A computer program, software or firmware may thus be stored/distributed on a suitable medium an optical storage medium or a solid-state medium supplied together with or as part of other hardware. Examples of non-transitory computer-readable storage media include a read only memory (ROM,) such as electrically programmable ROM (EPROM), electrically erasable programmable ROM (EEPROM or a random access memory (RAM) such as Dynamic RAM (DRAM) or static RAM (SRAM) , a register, cache memory, semiconductor memory devices, magnetic media such as internal hard disks and removable disks, magnetooptical media, and optical media such as CD-ROM disks, and digital versatile disks (DVDs). The medium may be a memory of the system accessible by the processor or processor circuit of the system. Alternatively, or additionally a computer program, software or firmware may be stored and distributed and downloadable from communications network such as wide area network (WAN), local area network (LAN) or Wireless LAN (WLAN) , such as the Internet or via other wired or wireless telecommunication systems such as for example 3G, 4G, or 5G networks.
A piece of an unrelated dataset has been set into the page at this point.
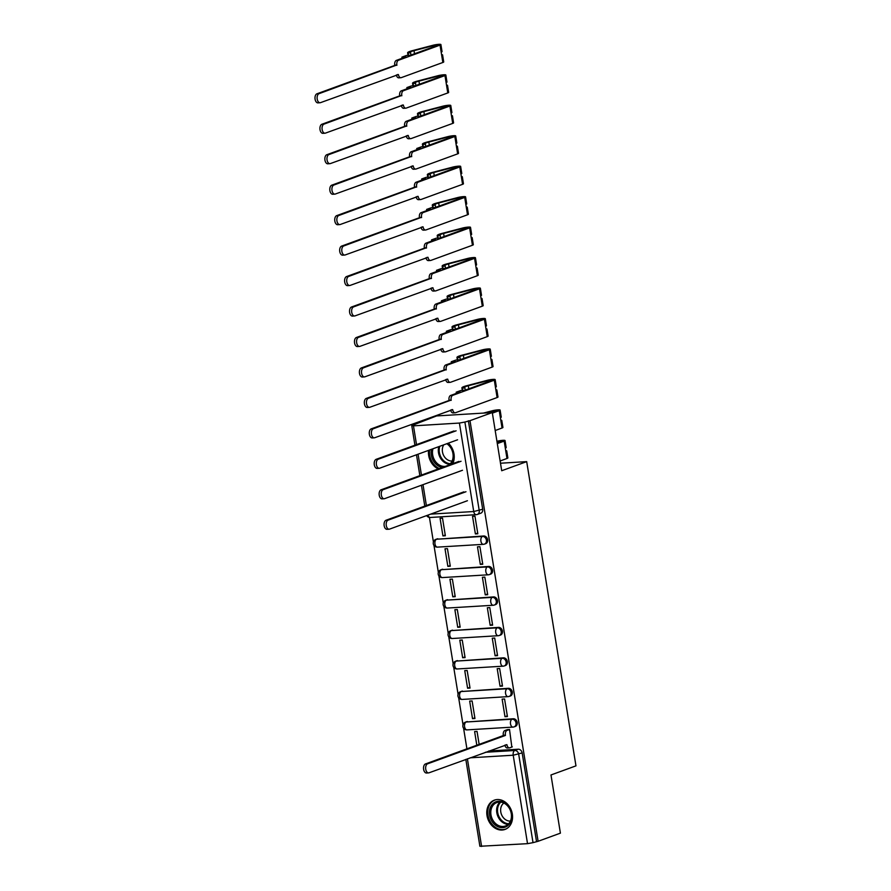 <?xml version="1.0" encoding="UTF-8"?>
<svg xmlns="http://www.w3.org/2000/svg" width="891" height="891" viewBox="0 0 891 891"><rect width="100%" height="100%" fill="white"/><g stroke="black" fill="none" stroke-linecap="round" stroke-linejoin="round"><path stroke-width="1.34" d="M437.459 547.119L483.39 544.334A3.998 3.998 0 0 0 484.515 544.1L485.751 543.644A3.998 3.208 -110 0 0 487.622 539.701A3.998 3.208 -110 0 0 483.746 535.992L482.521 536.438A3.998 3.208 70 0 1 486.397 540.146A3.998 3.208 70 0 1 484.515 544.1A3.998 3.208 70 0 1 483.78 544.245A3.998 2.317 -93.5 0 1 483.39 544.334A3.998 2.317 -93.5 0 1 480.906 541.16A3.998 2.317 86.5 0 1 482.521 536.438L436.579 539.222A3.998 2.317 86.5 0 0 434.975 543.944A3.998 2.317 86.5 0 0 437.459 547.119A3.998 3.998 0 0 1 435.844 539.378A3.998 3.208 70 0 1 436.579 539.222L483.746 535.992M442.393 577.58L488.324 574.795A3.998 3.998 0 0 0 489.449 574.561L490.685 574.105A3.998 3.208 -110 0 0 492.556 570.162A3.998 3.208 -110 0 0 488.68 566.453L487.444 566.899A3.998 3.208 70 0 1 491.331 570.608A3.998 3.208 70 0 1 489.449 574.561A3.998 3.208 70 0 1 488.714 574.717A3.998 2.317 -93.5 0 1 488.324 574.795A3.998 2.317 -93.5 0 1 485.84 571.621A3.998 2.317 86.5 0 1 487.444 566.899L441.513 569.683A3.998 2.317 86.5 0 0 439.909 574.405A3.998 2.317 86.5 0 0 442.393 577.58A3.998 3.998 0 0 1 440.778 569.839A3.998 3.208 70 0 1 441.513 569.683L488.68 566.453M447.327 608.041L493.258 605.256A3.998 3.998 0 0 0 494.382 605.022L495.619 604.566A3.998 3.208 -110 0 0 497.49 600.623A3.998 3.208 -110 0 0 493.614 596.914L492.378 597.36A3.998 3.208 70 0 1 496.265 601.069A3.998 3.208 70 0 1 494.382 605.022A3.998 3.208 70 0 1 493.647 605.178A3.998 2.317 -93.5 0 1 493.258 605.256A3.998 2.317 -93.5 0 1 490.774 602.082A3.998 2.317 86.5 0 1 492.378 597.36L446.447 600.144A3.998 2.317 86.5 0 0 444.843 604.866A3.998 2.317 86.5 0 0 447.327 608.041A3.998 3.998 0 0 1 445.712 600.3A3.998 3.208 70 0 1 446.447 600.144L493.614 596.914M452.26 638.502L498.192 635.717A3.998 3.998 0 0 0 499.316 635.483L500.553 635.038A3.998 3.208 -110 0 0 502.424 631.084A3.998 3.208 -110 0 0 498.548 627.375L497.312 627.821A3.998 3.208 70 0 1 501.199 631.53A3.998 3.208 70 0 1 499.316 635.483A3.998 3.208 70 0 1 498.581 635.639A3.998 2.317 -93.5 0 1 498.192 635.717A3.998 2.317 -93.5 0 1 495.708 632.543A3.998 2.317 86.5 0 1 497.312 627.821L451.381 630.605A3.998 2.317 86.5 0 0 449.777 635.328A3.998 2.317 86.5 0 0 452.26 638.502A3.998 3.998 0 0 1 450.646 630.761A3.998 3.208 70 0 1 451.381 630.605L498.548 627.375M457.194 668.963L503.125 666.178A3.998 3.998 0 0 0 504.25 665.945L505.487 665.499A3.998 3.208 -110 0 0 507.358 661.545A3.998 3.208 -110 0 0 503.482 657.836L502.246 658.282A3.998 3.208 70 0 1 506.133 661.991A3.998 3.208 70 0 1 504.25 665.945A3.998 3.208 70 0 1 503.515 666.1A3.998 2.317 -93.5 0 1 503.125 666.178A3.998 2.317 -93.5 0 1 500.642 663.004A3.998 2.317 86.5 0 1 502.246 658.282L456.315 661.077A3.998 2.317 86.5 0 0 454.711 665.8A3.998 2.317 86.5 0 0 457.194 668.963A3.998 3.998 0 0 1 455.579 661.222A3.998 3.208 70 0 1 456.315 661.077L503.482 657.836M462.128 699.424L508.059 696.639A3.998 3.998 0 0 0 509.184 696.406L510.42 695.96A3.998 3.208 -110 0 0 512.292 692.006A3.998 3.208 -110 0 0 508.416 688.298L507.179 688.743A3.998 3.208 70 0 1 511.066 692.452A3.998 3.208 70 0 1 509.184 696.406A3.998 3.208 70 0 1 508.449 696.562A3.998 2.317 -93.5 0 1 508.059 696.639A3.998 2.317 -93.5 0 1 505.576 693.465A3.998 2.317 86.5 0 1 507.179 688.743L461.248 691.539A3.998 2.317 86.5 0 0 459.645 696.261A3.998 2.317 86.5 0 0 462.128 699.424A3.998 3.998 0 0 1 460.513 691.683A3.998 3.208 70 0 1 461.248 691.539L508.416 688.298M467.062 729.885L512.993 727.101A3.998 3.998 0 0 0 514.118 726.867L515.354 726.421A3.998 3.208 -110 0 0 517.226 722.467A3.998 3.208 -110 0 0 513.35 718.759L512.113 719.204A3.998 3.208 70 0 1 516 722.913A3.998 3.208 70 0 1 514.118 726.867A3.998 3.208 70 0 1 513.383 727.023A3.998 2.317 -93.5 0 1 512.993 727.101A3.998 2.317 -93.5 0 1 510.51 723.926A3.998 2.317 86.5 0 1 512.113 719.204L466.182 722A3.998 2.317 86.5 0 0 464.579 726.722A3.998 2.317 86.5 0 0 467.062 729.885A3.998 3.998 0 0 1 465.447 722.144A3.998 3.208 70 0 1 466.182 722L513.35 718.759M486.998 815.555A15.581 12.496 -110 0 0 504.997 829.432A15.581 12.496 -110 0 0 512.325 814.018A15.581 12.496 -110 0 0 494.327 800.151A15.581 12.496 -110 0 0 486.998 815.555M428.582 450.367A15.581 12.496 -110 0 0 428.682 455.49A15.581 12.496 -110 0 0 438.35 468.911M452.762 463.654A15.581 12.496 -110 0 0 453.998 453.953A15.581 12.496 -110 0 0 448.296 443.172M492.278 412.555L501.711 470.738L526.692 461.627L575.965 765.859L550.983 774.97L560.406 833.152L538.108 841.282L469.991 420.686L492.278 412.555L436.612 415.93L414.393 424.528M429.44 517.437L433.405 541.928M433.984 545.481L438.339 572.39M438.918 575.942L443.272 602.851M443.852 606.403L448.206 633.312M448.786 636.865L453.14 663.773M453.719 667.326L458.074 694.234M458.653 697.787L463.008 724.695M463.587 728.248L466.917 748.83M414.315 424.06L415.941 423.96L411.776 425.675L413.469 425.853L459.411 423.058L464.89 422.044L479.224 510.51A3.998 3.208 70 0 1 477.342 514.452A3.998 3.208 70 0 1 476.607 514.608A3.998 2.317 86.5 0 1 476.217 514.686A3.998 3.998 0 0 0 477.342 514.452L480.817 513.183A3.998 3.208 70 0 0 482.688 509.24L473.734 511.523L459.411 423.058M469.991 420.686L464.89 422.044M488.791 751.013L518.284 749.22L514.809 750.489A3.998 3.208 70 0 1 518.685 754.198L533.018 842.652L527.528 843.666L479.893 846.272L465.826 759.388M533.018 842.652L538.108 841.282M511.846 747.048L509.507 729.439L507.102 729.729M479.146 744.375L477.041 731.411L474.613 731.556L476.819 745.221M472.52 718.669L474.959 718.525L472.107 700.95L469.68 701.094L472.52 718.669L474.847 717.823M504.985 716.698L507.425 716.553L504.573 698.978L502.134 699.123L504.985 716.698L507.302 715.852M467.586 688.208L470.025 688.064L467.174 670.489L464.746 670.633L467.586 688.208L469.913 687.362M500.051 686.237L502.491 686.092L499.639 668.517L497.2 668.662L500.051 686.237L502.368 685.391M462.652 657.747L465.091 657.603L462.24 640.028L459.812 640.172L462.652 657.747L464.979 656.901M495.118 655.776L497.557 655.631L494.705 638.056L492.266 638.201L495.118 655.776L497.434 654.93M457.718 627.286L460.157 627.141L457.306 609.567L454.878 609.711L457.718 627.286L460.046 626.44M490.184 625.315L492.623 625.17L489.772 607.595L487.344 607.74L490.184 625.315L492.511 624.468M452.784 596.825L455.223 596.68L452.372 579.105L449.944 579.25L452.784 596.825L455.112 595.979M485.25 594.854L487.689 594.709L484.838 577.134L482.41 577.279L485.25 594.854L487.577 594.007M447.85 566.364L450.289 566.219L447.449 548.644L445.01 548.789L447.85 566.364L450.178 565.518M480.316 564.393L482.755 564.248L479.904 546.673L477.476 546.818L480.316 564.393L482.644 563.546M442.927 535.903L445.355 535.758L442.515 518.183L440.076 518.328L442.927 535.903L445.244 535.057M475.382 533.932L477.821 533.787L474.97 516.212L472.542 516.357L475.382 533.932L477.71 533.085M500.486 463.22L526.692 461.627M437.815 538.777A3.998 3.208 -110 0 0 437.08 538.932L435.844 539.378M442.749 569.238A3.998 3.208 -110 0 0 442.014 569.394L440.778 569.839M447.683 599.699A3.998 3.208 -110 0 0 446.948 599.855L445.712 600.3M452.617 630.16A3.998 3.208 -110 0 0 451.882 630.316L450.646 630.761M457.551 660.621A3.998 3.208 -110 0 0 456.816 660.777L455.579 661.222M462.485 691.082A3.998 3.208 -110 0 0 461.75 691.238L460.513 691.683M467.419 721.543A3.998 3.208 -110 0 0 466.684 721.699L465.447 722.144M468.365 420.786L482.688 509.24M536.493 841.382L522.159 752.928A3.998 3.208 -110 0 0 518.284 749.22M509.518 729.495L507.012 730.408A3.998 2.317 86.5 0 0 505.397 735.131L503.292 735.253A3.998 2.317 -93.5 0 1 504.896 730.531L507.58 729.562M507.714 747.917A3.998 2.317 -93.5 0 1 507.324 747.995A3.998 2.317 -93.5 0 1 504.896 745.132M426.934 772.931A4.589 2.673 -93.5 0 1 426.488 773.02A4.589 2.673 -93.5 0 1 423.581 768.989A4.589 2.673 -93.5 0 1 425.475 763.943L503.337 735.554M505.453 735.42L427.591 763.821A4.589 2.673 86.5 0 0 425.686 768.866A4.589 2.673 86.5 0 0 428.593 772.898A4.589 2.673 86.5 0 0 429.05 772.798L506.946 744.698A3.998 2.317 86.5 0 0 509.429 747.872A3.998 2.317 86.5 0 0 509.819 747.783L512.325 746.87M496.933 826.213A13.488 10.815 70 0 1 490.005 808.449A13.488 10.815 70 0 1 504.183 802.713A13.488 10.815 70 0 1 511.111 820.477A13.488 10.815 70 0 1 496.933 826.213M504.473 803.381A12.485 10.013 -110 0 0 496.844 802.535A12.485 10.013 -110 0 0 490.796 813.104A12.485 10.013 -110 0 0 497.757 825.133A12.485 10.013 -110 0 0 505.397 825.99A12.485 10.013 -110 0 0 511.445 815.41A12.485 10.013 -110 0 0 504.473 803.381M510.42 821.068A9.834 7.885 70 0 1 506.121 820.032A9.834 7.885 70 0 1 500.731 811.623A9.834 7.885 70 0 1 503.849 803.058M495.797 799.739A15.481 12.418 -110 0 0 495.251 799.918A15.481 12.418 -110 0 0 487.756 813.038A15.481 12.418 -110 0 0 496.387 827.951A15.481 12.418 -110 0 0 505.865 829.009A15.481 12.418 -110 0 0 506.389 828.797M442.292 467.474A13.488 10.815 70 0 1 438.606 466.138A13.488 10.815 70 0 1 431.433 449.32M432.981 448.752A12.485 10.013 -110 0 0 439.441 465.069A12.485 10.013 -110 0 0 445.411 466.338M452.105 461.003A9.834 7.885 70 0 1 447.805 459.968A9.834 7.885 70 0 1 443.785 444.821M429.573 450A15.481 12.418 -110 0 0 438.071 467.886A15.481 12.418 -110 0 0 439.374 468.532M447.249 443.562A13.488 10.815 70 0 1 450.612 464.434M448.619 465.158A12.485 10.013 -110 0 0 453.085 454.711A12.485 10.013 -110 0 0 446.814 443.718M387.462 529.243A4.589 2.673 -93.5 0 1 387.017 529.332A4.589 2.673 -93.5 0 1 384.11 525.3A4.589 2.673 -93.5 0 1 386.015 520.255L463.866 491.865M465.982 491.732L388.12 520.132A4.589 2.673 86.5 0 0 386.215 525.167A4.589 2.673 86.5 0 0 389.122 529.209A4.589 2.673 86.5 0 0 389.579 529.109L467.43 500.72M497.211 442.994L502.479 440.956L497.011 441.736M496.944 441.312L497.223 441.234A4.99 0.691 170.8 0 1 502.301 440.366A4.99 0.691 170.8 0 1 505.041 440.544A4.99 0.691 170.8 0 1 504.172 441.101L497.312 443.595M505.041 440.544L506.177 447.572A4.99 0.691 170.8 0 1 505.308 448.128L504.172 441.101M382.529 498.782A4.589 2.673 -93.5 0 1 382.083 498.871A4.589 2.673 -93.5 0 1 379.176 494.839A4.589 2.673 -93.5 0 1 381.081 489.794L458.932 461.404M505.709 450.646A4.99 0.691 170.8 0 1 506.712 450.891A4.99 0.691 170.8 0 1 505.843 451.447L505.308 448.128M506.712 450.891L507.859 457.929A4.99 0.691 170.8 0 1 506.979 458.475L500.129 460.981M461.048 461.271L383.186 489.671A4.589 2.673 86.5 0 0 381.281 494.705A4.589 2.673 86.5 0 0 384.188 498.748A4.589 2.673 86.5 0 0 384.645 498.648L462.496 470.259M492.211 412.555L497.546 410.495L485.662 412.956M483.423 413.09L492.289 410.773A4.99 0.691 170.8 0 1 497.367 409.905A4.99 0.691 170.8 0 1 500.107 410.083A4.99 0.691 170.8 0 1 499.238 410.64L492.378 413.134M500.107 410.083L501.243 417.111A4.99 0.691 170.8 0 1 500.374 417.667L499.238 410.64M377.595 468.321A4.589 2.673 -93.5 0 1 377.149 468.41A4.589 2.673 -93.5 0 1 374.242 464.378A4.589 2.673 -93.5 0 1 376.147 459.333L453.998 430.943M500.775 420.184A4.99 0.691 170.8 0 1 501.778 420.429A4.99 0.691 170.8 0 1 500.909 420.986L500.374 417.667M501.778 420.429L502.925 427.468A4.99 0.691 170.8 0 1 502.045 428.014L495.196 430.52M456.114 430.81L378.252 459.21A4.589 2.673 86.5 0 0 376.347 464.244A4.589 2.673 86.5 0 0 379.254 468.287A4.589 2.673 86.5 0 0 379.711 468.187L457.562 439.798M451.18 400.349L449.019 400.182A3.998 2.317 -93.5 0 1 450.623 395.459L460.257 391.951L456.203 392.196L460.68 390.559L464.746 390.314L492.188 380.301L488.858 380.368L468.287 385.747A9.389 1.303 -9.2 0 0 464.456 387.451A9.389 1.303 -9.2 0 0 464.857 387.741L462.396 388.242A11.984 1.659 170.8 0 1 461.894 387.875A11.984 1.659 170.8 0 1 466.784 385.692L487.355 380.312A4.99 0.691 170.8 0 1 492.433 379.443A4.99 0.691 170.8 0 1 495.173 379.622A4.99 0.691 170.8 0 1 494.305 380.179L452.739 395.337A3.998 2.317 86.5 0 0 451.136 400.059L373.318 428.749A4.589 2.673 86.5 0 0 371.413 433.783A4.589 2.673 86.5 0 0 374.32 437.826A4.589 2.673 86.5 0 0 374.777 437.726L452.684 409.626A3.998 2.317 86.5 0 0 455.167 412.789A3.998 2.317 86.5 0 0 455.557 412.711L497.111 397.553L494.305 380.179M456.392 393.354L456.203 392.196M465.236 390.135L464.857 387.741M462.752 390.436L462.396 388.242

The system may operate at low frame rates, e.g. 20 frames per second or less, and for a short duration such as 20 seconds or less, such as 10 seconds or less. The PPG perfusion may be based on infrared or near-infrared, or other wavelengths such as green. Multiple wavelengths may be used to obtain a better PPG signal.

A computer program may be stored/distributed on a suitable medium, such as an optical storage medium or a solid-state medium supplied together with or as part of other hardware, but may also be distributed in other forms, such as via the Internet or other wired or wireless telecommunication systems.

If the term "adapted to" is used in the claims or description, it is noted the term "adapted to" is intended to be equivalent to the term "configured to". If the term "arrangement" is used in the claims or description, it is noted the term "arrangement" is intended to be equivalent to the term "system", and vice versa.

Variations to the disclosed embodiments can be understood and effected by those skilled in the art in practicing the claimed invention, from a study of the drawings, the disclosure and the appended claims. In the claims, the word "comprising" does not exclude other elements or steps, and the indefinite article "a" or "an" does not exclude a plurality.

The mere fact that certain measures are recited in mutually different dependent claims does not indicate that a combination of these measures cannot be used to advantage.

Any reference signs in the claims should not be construed as limiting the scope.